Hard to beat a 12 gauge pump (I prefer the Remington 870) with smooth bore barrel and rifle sights. The non-rifled slug barrel would allow him to carry or load buck & slugs, and shoot either with great effect...


----------



## NDTerminator (Aug 20, 2003)

Remington 7400 said:


> A friend is thinking about taking a job as a night watchman. The boss told him that they did not provide a gun but he was free to carry .


If this company does not provide documented and ongoing training in firearms and Use Of Force, as well as have a comprehensive written Use Of Force policy, advise your friend to either pass on the job or carry nothing more lethal than a cell phone.

If they don't, His rear end will be hanging WAY OUT in the wind in regard to personal liability, and as a private security guard, it's all ready hanging out there as it is. Carrying privately owned firearms and possibly using deadly force on behalf of a private company who does not provide these things is insanely reckless, from a personal liability standpoint.

I know what I'm talking about, as I write such policy and am a certified LEO Firearms Instructor.

This is a little more info than you requested, but I felt it was irresponsible of me to recommend a weapon without adding it...


----------



## Remington 7400 (Dec 14, 2005)

NDTerminator:

I get what you are saying, he told me that the company had some sort of personal liability form that he could sign, don't know what it said or if it is even legal.

He is not working for a private security company, but for a coal company, a sort of hired gun if you will. No I don't like the idea of it either.

He said he was going to get his CCW permit, but this dosen't cover him using deadly force to protect something he dosen't own even if it is his job. Does it?

I agree, I would pass on this job, he has been a night watchman before, but they always provided him with his guns(Sig p-229 and Mossberg 590) and provided him with training.


----------



## TN.Frank (Nov 12, 2005)

NDTerminator said:


> Hard to beat a 12 gauge pump (I prefer the Remington 870) with smooth bore barrel and rifle sights. The non-rifled slug barrel would allow him to carry or load buck & slugs, and shoot either with great effect...

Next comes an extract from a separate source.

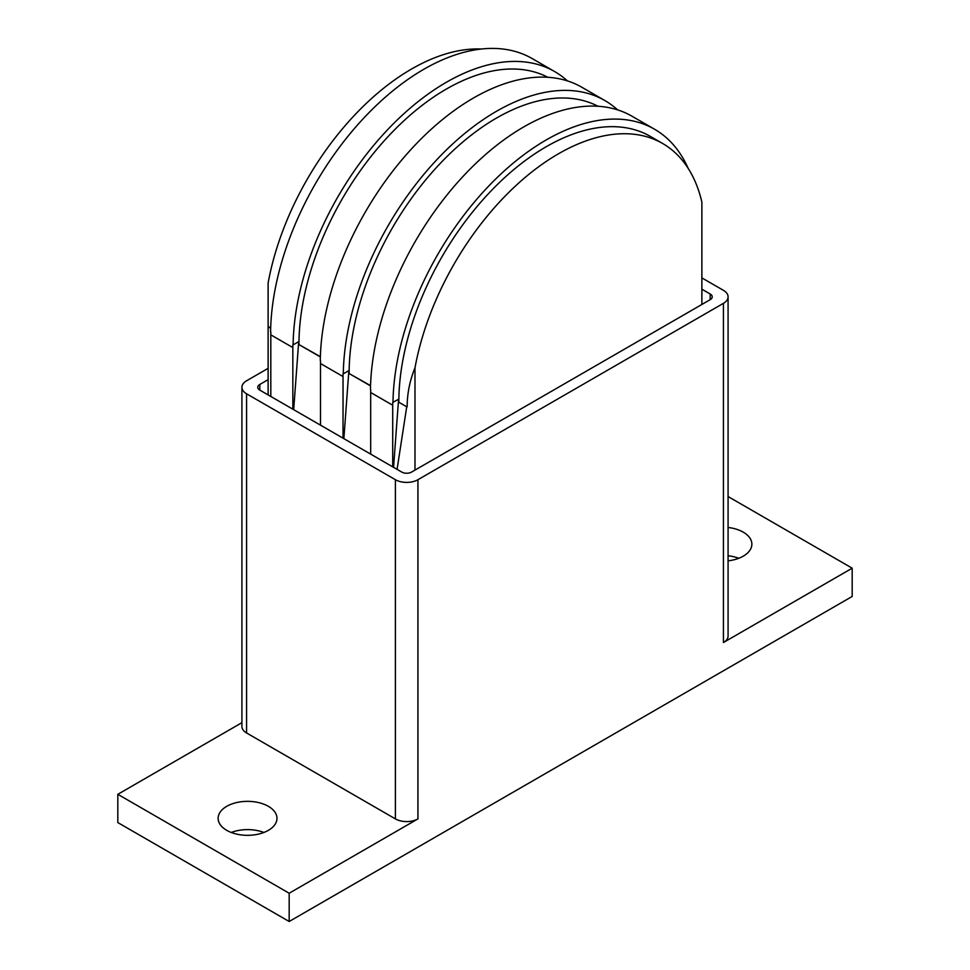 <?xml version="1.0" encoding="UTF-8"?>
<svg xmlns="http://www.w3.org/2000/svg" width="970" height="970" viewBox="0 0 970 970"><rect width="100%" height="100%" fill="white"/><g stroke="black" fill="none" stroke-linecap="round" stroke-linejoin="round"><path stroke-width="1.45" d="M728.082 527.486A29.427 16.987 180 0 1 743.25 532.154A29.427 16.987 180 0 1 751.871 544.158A29.427 16.987 180 0 1 728.082 560.83M738.764 558.296A29.427 16.987 0 0 0 728.082 555.749M226.75 830.344A29.427 16.987 180 0 1 218.129 818.328A29.427 16.987 180 0 1 236.304 802.639A29.427 16.987 180 0 1 268.363 806.325A29.427 16.987 180 0 1 276.983 818.328A29.427 16.987 180 0 1 258.82 834.03A29.427 16.987 180 0 1 226.75 830.344M263.888 832.466A29.427 16.987 0 0 0 231.236 832.466M701.88 289.205L710.198 294.007A6.923 4.001 180 0 1 712.235 296.832A6.923 4.001 180 0 1 710.198 299.669L411.559 472.075A6.923 4.001 180 0 1 401.774 472.075L259.802 390.11A6.923 4.001 180 0 1 257.765 387.285A6.923 4.001 180 0 1 259.802 384.459L268.12 379.658M701.88 277.905L723.426 290.333A15.92 9.191 180 0 1 728.082 296.832A15.92 9.191 180 0 1 723.426 303.343L417.924 479.713A15.92 9.191 180 0 1 395.408 479.713L246.574 393.784A15.92 9.191 180 0 1 241.918 387.285A15.92 9.191 180 0 1 246.574 380.786L268.12 368.345M728.082 296.832L728.082 636.017A15.92 9.191 180 0 1 723.426 642.528L723.426 303.343M289.169 893.237L117.819 794.309L117.819 822.572L289.169 921.5L289.169 893.237L417.924 818.898A15.92 9.191 180 0 1 395.408 818.898L246.574 732.968A15.92 9.191 180 0 1 241.918 726.469L241.918 387.285M117.819 794.309L241.918 722.662M728.082 496.543L852.181 568.19L723.426 642.528M289.169 921.5L852.181 596.453L852.181 568.19M292.843 409.195L292.843 347.575A216.71 125.118 -60 0 1 292.867 344.738L293.11 344.871A216.71 125.118 -60 0 1 388.812 128.44A216.71 125.118 -60 0 1 554.682 71.574L532.154 58.564A216.71 125.118 120 0 0 366.296 115.43A216.71 125.118 120 0 0 270.594 331.873L270.836 332.019A216.71 125.118 120 0 0 270.812 334.856L270.812 396.475M268.12 394.911L268.12 326.769L270.666 328.236M554.682 71.574A216.71 125.118 -60 0 1 567.401 80.898M392.717 466.849L392.717 405.23A216.71 125.118 -60 0 1 392.741 402.392L398.84 399.155L398.621 402.113L406.721 406.782L397.082 469.371M392.983 402.538A216.71 125.118 -60 0 1 488.686 186.094A216.71 125.118 -60 0 1 654.544 129.228L632.028 116.23A216.71 125.118 120 0 0 466.17 173.096A216.71 125.118 120 0 0 370.455 389.54L370.71 389.673A216.71 125.118 120 0 0 370.685 392.51L370.685 454.13M343.028 438.161L343.028 376.542A216.71 125.118 -60 0 1 343.041 373.705L343.295 373.85A216.71 125.118 -60 0 1 438.998 157.407A216.71 125.118 -60 0 1 604.856 100.54A216.71 125.118 -60 0 1 617.587 109.865M604.856 100.54L581.842 87.251A216.71 125.118 120 0 0 415.984 144.13A216.71 125.118 120 0 0 320.282 360.561L320.524 360.707A216.71 125.118 120 0 0 320.5 363.544L320.5 425.163M393.553 467.334L398.573 399.313M406.721 406.782L398.621 402.113M398.84 401.98A208.404 120.316 -60 0 1 489.801 192.254A208.404 120.316 -60 0 1 650.397 136.43L662.631 143.487A208.404 120.316 120 0 0 518.113 183.585A208.404 120.316 120 0 0 414.99 367.812L414.99 470.098M654.544 129.228A216.71 125.118 -60 0 1 688.191 168.404M293.11 344.871L298.966 341.501L298.748 344.447L320.355 356.924M293.68 409.679L298.699 341.646M320.367 356.681L298.748 344.447M343.295 373.85L349.139 370.467L348.921 373.414L370.54 385.902M343.865 438.646L348.873 370.625M370.552 385.648L348.921 373.414M481.411 49.021A208.404 120.316 -60 0 0 268.12 283.022L268.12 326.769M270.678 327.993L268.12 326.514M407.157 406.782C407.182 393.626 409.789 380.628 414.99 367.812M701.88 304.471L701.88 202.184A208.404 120.316 120 0 0 662.631 143.487M298.966 344.326A208.404 120.316 -60 0 1 388.194 136.443A208.404 120.316 -60 0 1 547.832 77.285M349.139 373.292A208.404 120.316 -60 0 1 438.379 165.409A208.404 120.316 -60 0 1 598.005 106.263M259.802 390.11L259.802 384.459M710.198 299.669L710.198 294.007M395.408 818.898L395.408 479.713M417.924 818.898L417.924 479.713M246.574 732.968L246.574 393.784M292.843 347.575L270.812 334.856M392.717 405.23L370.685 392.51M343.028 376.542L320.5 363.544"/></g></svg>
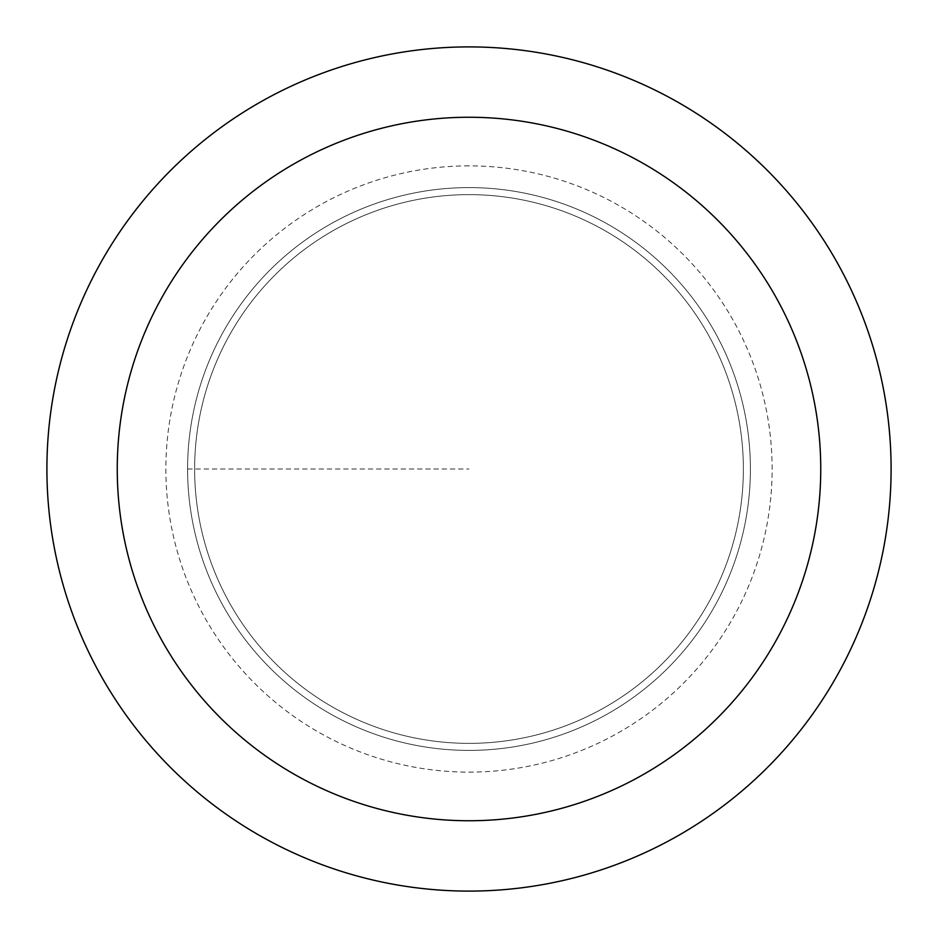 <?xml version="1.0" encoding="UTF-8"?>
<svg xmlns="http://www.w3.org/2000/svg" width="938" height="938" viewBox="0 0 938 938"><rect width="100%" height="100%" fill="white"/><g stroke="black" fill="none" stroke-linecap="round" stroke-linejoin="round"><path stroke-width="0.7" stroke-dasharray="4.69 3.52" d="M469 187.6A281.4 281.4 0 0 1 750.4 469A281.4 281.4 0 0 1 469 750.4A281.4 281.4 0 0 1 187.6 469A281.4 281.4 0 0 1 469 187.6A281.4 281.4 0 0 0 187.6 469A281.4 281.4 0 0 0 469 750.4A281.4 281.4 0 0 0 750.4 469A281.4 281.4 0 0 0 469 187.6A281.4 281.4 0 0 0 187.6 469A281.4 281.4 0 0 0 469 750.4A281.4 281.4 0 0 0 750.4 469A281.4 281.4 0 0 0 469 187.6A281.4 281.4 0 0 0 187.6 469A281.4 281.4 0 0 0 469 750.4A281.4 281.4 0 0 0 750.4 469A281.4 281.4 0 0 0 469 187.6M469 743.365A274.365 274.365 0 0 0 743.365 469A274.365 274.365 0 0 0 469 194.635A274.365 274.365 0 0 0 194.635 469A274.365 274.365 0 0 0 469 743.365A274.365 274.365 0 0 1 194.635 469A274.365 274.365 0 0 1 469 194.635A274.365 274.365 0 0 1 743.365 469A274.365 274.365 0 0 1 469 743.365A274.365 274.365 0 0 1 194.635 469A274.365 274.365 0 0 1 469 194.635A274.365 274.365 0 0 1 743.365 469A274.365 274.365 0 0 1 469 743.365M469 891.1A422.1 422.1 0 0 0 891.1 469A422.1 422.1 0 0 0 469 46.9A422.1 422.1 0 0 0 46.9 469A422.1 422.1 0 0 0 469 891.1M187.6 469L469 469L187.6 469M469 165.874A303.126 303.126 0 0 0 165.874 469A303.126 303.126 0 0 0 469 772.126A303.126 303.126 0 0 0 772.126 469A303.126 303.126 0 0 0 469 165.874"/><path stroke-width="1.41" d="M469 891.1A422.1 422.1 0 0 1 46.9 469A422.1 422.1 0 0 1 469 46.9A422.1 422.1 0 0 1 891.1 469A422.1 422.1 0 0 1 469 891.1M469 117.25A351.75 351.75 0 0 1 820.75 469A351.75 351.75 0 0 1 469 820.75A351.75 351.75 0 0 1 117.25 469A351.75 351.75 0 0 1 469 117.25"/></g></svg>

+1. It's night, buckshot will make it easier to get a hit on target and slugs will work against cars/trucks better too.


----------



## Remington 7400 (Dec 14, 2005)

That is one sweet riot gun, but he unfortunately wants a rifle.

I just got off the phone with him, he said that he was going to talk to the boss Monday, he said he would ask about the liability issue. He also gave me an extremely long explination (that i really didn't understand) that a night watchman could use deadly force and be legal as long as the other guy shot first. I quess he knows what he is talking about.

He also said that he was going to the gun shop this week and was going to look at the Ruger PC9, Beretta Storm, and Hi-Point(yikes!) 9mm carbines. He said that he may also look at the Mini-14 and Ak-47.

I don't think that the AK would go over good with the boss, and he would get hell from the media if he ever had to use it.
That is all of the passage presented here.